===== Supplied information =====

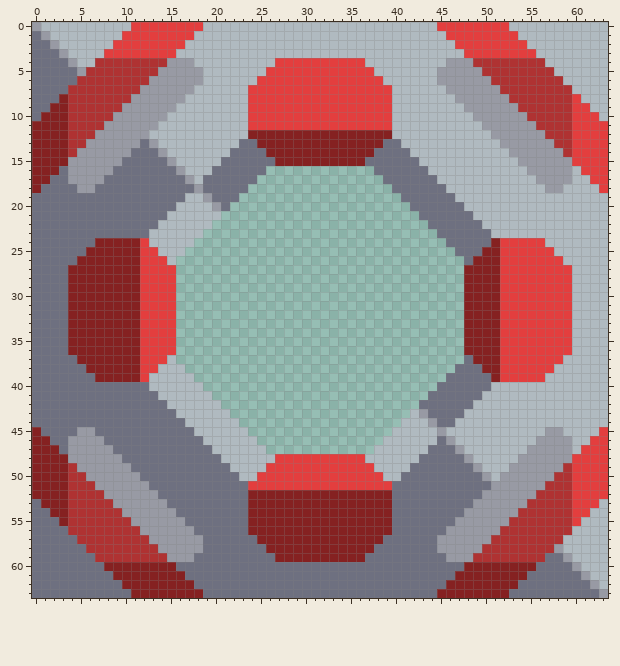
Edited in one commit: pixel-art sprite (sprites/blocks/production/cutter.png). Above is the file before it was changed.
The file is 64x64 pixels.
The result:
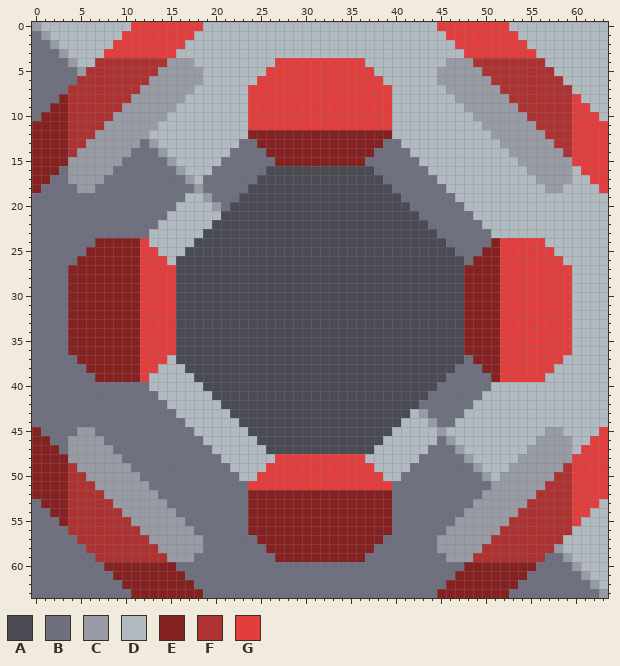
Palette (. is transparent): A #4a4b53  B #6e7080  C #989aa4  D #b0bac0  E #852121  F #af3232  G #e33e3e
Difference:
Colour A is added in row 16 at x 26 to 37; in row 17 at x 25 to 38; in row 18 at x 24 to 39; in row 19 at x 23 to 40; in row 20 at x 22 to 41; in row 21 at x 21 to 42.
Colour A is added in row 22 at x 20 to 43; in row 23 at x 19 to 44; in row 24 at x 18 to 45; in row 25 at x 17 to 46; in rows 26 to 37 at x 16 to 47; in row 38 at x 17 to 46.
Colour A is added in row 39 at x 18 to 45; in row 40 at x 19 to 44; in row 41 at x 20 to 43; in row 42 at x 21 to 42; in row 43 at x 22 to 41; in row 44 at x 23 to 40.
Colour A is added in row 45 at x 24 to 39; in row 46 at x 25 to 38; in row 47 at x 26 to 37.
Pixel boxes of the changes (left, top, right, bottom) in both pictures:
added: (176, 166, 464, 454)

=====

> [Exercise brief] What is the number of lines in the data that hold the word "file"? Reply with that number and nothing else.

> [Written solution] 2